<政権に有利な判断が続いてきた最高裁が、今回は関税政策にブレーキを踏んだ。決め手は、条文と憲法が示す「線引き」だった──>
米連邦最高裁判所がトランプ大統領の看板経済政策にノーを突き付けた。最高裁は2月20日、9人の判事のうち6人の多数意見により、トランプ政権の相互関税などの関税政策を憲法違反と判断した。
トランプ政権の関税政策の法的根拠は常に危ぶまれていた。同政権は国際緊急経済権限法(IEEPA)という法律を根拠に、大統領には自らの判断で関税を課す権限があると主張してきた。
しかし、このIEEPAは関税やその他の税に全く言及していない。同法は、国外の「特異で重大な脅威」に対処するために、貿易を「規制」する権限を大統領に与えているだけだ。

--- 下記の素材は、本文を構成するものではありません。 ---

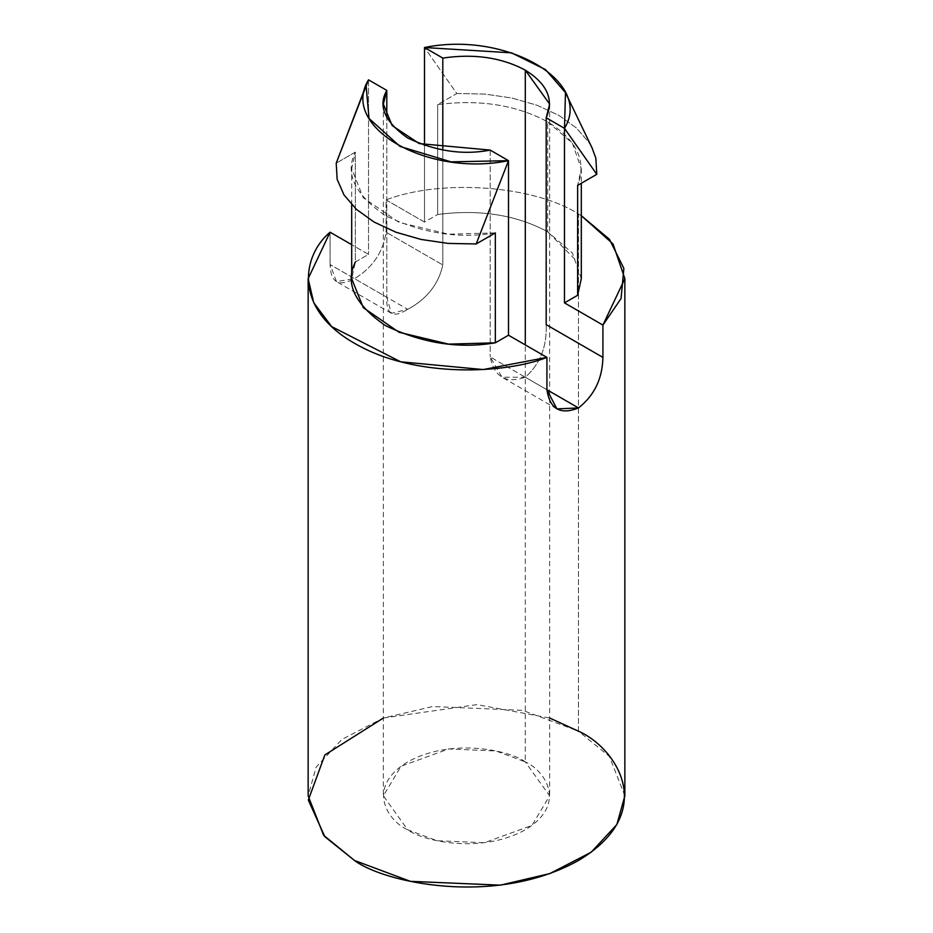<?xml version="1.0" encoding="UTF-8"?>
<svg xmlns="http://www.w3.org/2000/svg" width="933" height="933" viewBox="0 0 933 933"><rect width="100%" height="100%" fill="white"/><g stroke="black" fill="none" stroke-linecap="round" stroke-linejoin="round"><path stroke-width="0.7" stroke-dasharray="4.67 3.5" d="M546.925 389.726L525.291 377.235L502.059 377.212L490.198 356.977L546.925 389.726L490.198 356.977C494.338 377.119 506.036 383.871 525.291 377.235C540.067 364.185 547.03 346.656 546.19 324.649C547.03 346.656 540.067 364.185 525.291 377.235L546.925 389.726M624.853 795.837L609.401 756.441L578.472 731.192L578.472 213.995C534.271 185.434 441.239 178.611 386.075 199.884L386.075 232.212L442.802 264.96L386.075 232.212C383.183 252.132 372.675 267.619 354.528 278.64L407.709 309.348C426.964 298.933 438.662 284.133 442.802 264.96L442.802 150.096L442.802 264.96C438.662 284.133 426.964 298.933 407.709 309.348C392.933 318.561 385.97 314.538 386.81 297.289L391.347 313.301L407.709 309.348L354.528 278.64L336.498 281.626L330.084 264.54L386.81 297.289L386.81 117.768L386.81 297.289L330.084 264.54C330.562 282.512 338.702 287.212 354.528 278.64C372.675 267.619 383.183 252.132 386.075 232.212L386.075 199.884C441.239 178.611 534.271 185.434 578.472 213.995L578.472 731.192L522.632 710.351L432.632 706.526L383.16 718.095L341.805 739.484L316.135 767.159L308.147 795.837M581.306 278.64L572.349 252.971L547.683 231.769L547.683 121.873C516.264 104.963 479.585 99.201 437.659 104.578L456.82 93.522L424.503 47.525L456.82 93.522L437.659 104.578C479.585 99.201 516.264 104.963 547.683 121.873L547.683 231.769C516.264 214.858 479.585 209.097 437.659 214.485L437.659 104.578L437.659 214.485C479.585 209.097 516.264 214.858 547.683 231.769L577.632 261.986M355.368 261.986L368.523 254.406L351.694 244.679L368.523 254.406L355.368 261.986L355.368 152.091L336.218 163.147L355.368 152.091L355.368 261.986L351.694 278.64M368.523 79.841L368.523 254.406L368.523 79.841M330.084 232.212L330.084 264.54L330.084 232.212M578.472 213.995L581.306 215.675L578.472 213.995M386.075 199.884L424.503 222.077L437.659 214.485L424.503 222.077L424.503 145.513L424.503 222.077L386.075 199.884M383.358 718.025L477.043 704.613L549.642 718.025M525.291 761.899C510.456 750.61 452.027 737.245 407.709 761.899C365.001 787.487 388.151 821.215 407.709 829.787C422.544 841.076 480.973 854.441 525.291 829.787C567.999 804.199 544.849 770.46 525.291 761.899L549.642 795.837L531.962 825.425L484.285 842.732L437.029 840.726L407.709 829.787L383.358 795.837L401.038 766.25L448.715 748.954L495.971 750.96L525.291 761.899L525.291 344.907L525.291 761.899M547.683 121.873L572.349 143.064L581.306 168.745L577.632 185.387C586.95 161.187 576.967 140.008 547.683 121.873M495.341 232.9L448.668 234.218L399.067 222.381L363.287 197.761L351.694 168.745L355.368 152.091C344.639 173.176 354.622 194.344 385.317 215.605C422.148 233.332 458.814 239.093 495.341 232.9M456.82 93.522L484.822 94.058L511.984 98.035L537.058 105.254L558.879 115.4L576.454 128.008L588.968 142.481L592.035 147.834L588.968 142.481L576.454 128.008L558.879 115.4L537.058 105.254L511.984 98.035L484.822 94.058L456.82 93.522M364.885 89.23L356.966 109.651M490.198 150.096L490.198 356.977L490.198 150.096M556.919 408.887L502.059 377.212M391.347 313.301L336.498 281.626M581.306 168.745L581.306 183.265M351.694 204.735L351.694 168.745M383.358 104.088L383.358 795.837M549.642 104.088L549.642 795.837"/><path stroke-width="1.4" d="M577.632 261.986L577.632 295.294L564.477 302.887L602.916 325.081L621.063 298.537L623.862 268.412L609.482 239.349L581.306 215.675L613.004 243.945L624.853 278.64L602.916 325.081L602.916 357.397C602.438 378.693 594.298 395.545 578.472 407.943C560.325 415.173 549.817 409.097 546.925 389.726L556.919 408.887L578.472 407.943L546.925 389.726L546.925 357.397L508.497 335.215L495.341 342.808C458.814 349 422.148 343.239 385.317 325.512C354.622 304.251 344.639 283.084 355.368 261.986M330.084 232.212C302.42 255.28 292.519 308.03 354.528 343.297C415.593 379.09 506.969 373.375 546.925 357.397L483.166 369.561L400.654 361.794L331.693 326.62L313.721 302.689L308.147 278.64L330.084 232.212L351.694 244.679L330.084 232.212M351.694 204.735L351.694 278.64L363.287 307.668L399.067 332.288L448.668 344.125L495.341 342.808L495.341 232.9L476.18 243.956L448.178 243.42L421.016 239.443L395.942 232.224L374.121 222.077L356.546 209.47L344.032 194.997L337.151 179.323L336.218 163.147L368.523 79.841C339.472 126.771 427.221 177.433 508.497 160.663L508.497 335.215L508.497 160.663L476.18 243.956L495.341 232.9L495.341 342.808L508.497 335.215L546.925 357.397L546.925 389.726L578.472 407.943C594.298 395.545 602.438 378.693 602.916 357.397L602.916 325.081L564.477 302.887L577.632 295.294L581.306 278.64L581.306 183.265M366.086 85.311L368.523 79.841L386.81 90.408L386.81 117.768L386.81 90.408L383.358 104.088L392.175 125.605L419.255 143.589L490.198 150.096L508.497 160.663L451.001 161.852L400.047 146.446L369.025 118.479L366.086 85.311L336.218 163.147L337.151 179.323L344.032 194.997L356.546 209.47L374.121 222.077L395.942 232.224L421.016 239.443L448.178 243.42L476.18 243.956L508.497 160.663L490.198 150.096C463.269 155.333 435.769 151.309 407.709 138.026C384.723 121.826 377.748 105.954 386.81 90.408L368.523 79.841L364.885 89.23M308.147 278.64L308.147 795.837L323.599 835.245L354.528 860.494L410.368 881.335L500.368 885.149L549.84 873.58L591.195 852.202L616.865 824.527L624.853 795.837L624.853 278.64M549.642 718.025L578.472 731.192C615.733 747.508 659.829 811.757 578.472 860.494C494.07 907.459 382.775 882 354.528 860.494L324.859 836.726L308.31 800.071L324.847 754.96L383.358 718.025M577.632 185.387L577.632 295.294L577.632 185.387L596.782 174.331L564.477 128.334L564.477 302.887L564.477 128.334C593.528 81.416 505.779 30.754 424.503 47.525L442.802 58.079C474.092 53.461 501.592 57.484 525.291 70.15C547.228 83.83 554.202 99.703 546.19 117.768L564.477 128.334L596.782 174.331L577.632 185.387M424.503 145.513L424.503 47.525L511.529 52.843L545.502 69.578L565.48 92.624L564.477 128.334L546.19 117.768L549.642 104.088L525.291 70.15L525.291 344.907L525.291 70.15C501.592 57.484 474.092 53.461 442.802 58.079L442.802 150.096L442.802 58.079L424.503 47.525L424.503 145.513M592.035 147.834L595.849 158.167L596.782 174.331L595.849 158.167L592.035 147.834L565.48 92.624M546.19 324.649L546.19 117.768L546.19 324.649L602.916 357.397L546.19 324.649"/></g></svg>
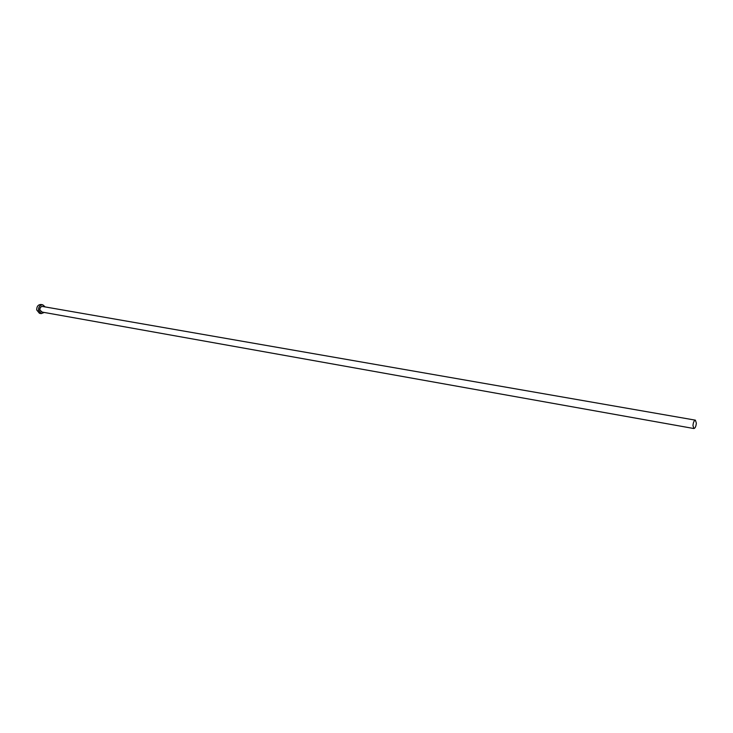 <?xml version="1.0" encoding="UTF-8"?>
<svg xmlns="http://www.w3.org/2000/svg" width="733" height="733" viewBox="0 0 733 733"><rect width="100%" height="100%" fill="white"/><g stroke="black" fill="none" stroke-linecap="round" stroke-linejoin="round"><path stroke-width="1.1" d="M692.96 425.589L693.913 428.539C695.196 428.209 696.011 426.395 696.341 423.115L695.388 420.156C694.105 420.495 693.299 422.3 692.96 425.589M45.208 306.935L42.771 304.809C39.967 304.91 38.528 306.715 38.473 310.215L41.213 313.623L44.227 312.46M42.771 304.809L40.984 304.497C38.18 304.598 36.742 306.394 36.687 309.894L39.435 313.303L41.213 313.623M42.138 312.084L39.71 309.867C39.894 307.164 41.021 306.064 43.11 306.577M695.388 420.156L42.56 306.476C40.81 306.541 39.912 307.668 39.875 309.848L41.589 311.983L693.913 428.539"/></g></svg>

この点に関してトランプ政権側は、大統領の裁量で関税を課すことにより貿易を規制できると主張。そのような措置を正当化する「緊急事態」として、長期にわたる貿易不均衡と、合成麻薬フェンタニルの密輸入を挙げた。
ジョン・ロバーツ長官など6人の判事たちは、こうした政権側の主張を退けた。
合衆国憲法は、関税に関する主たる権限を大統領ではなく議会に与えていると、ロバーツは指摘した。国民の資産を徴収することの重大性を理由に、憲法起草者たちは、議会だけにその権限を認めたのだ。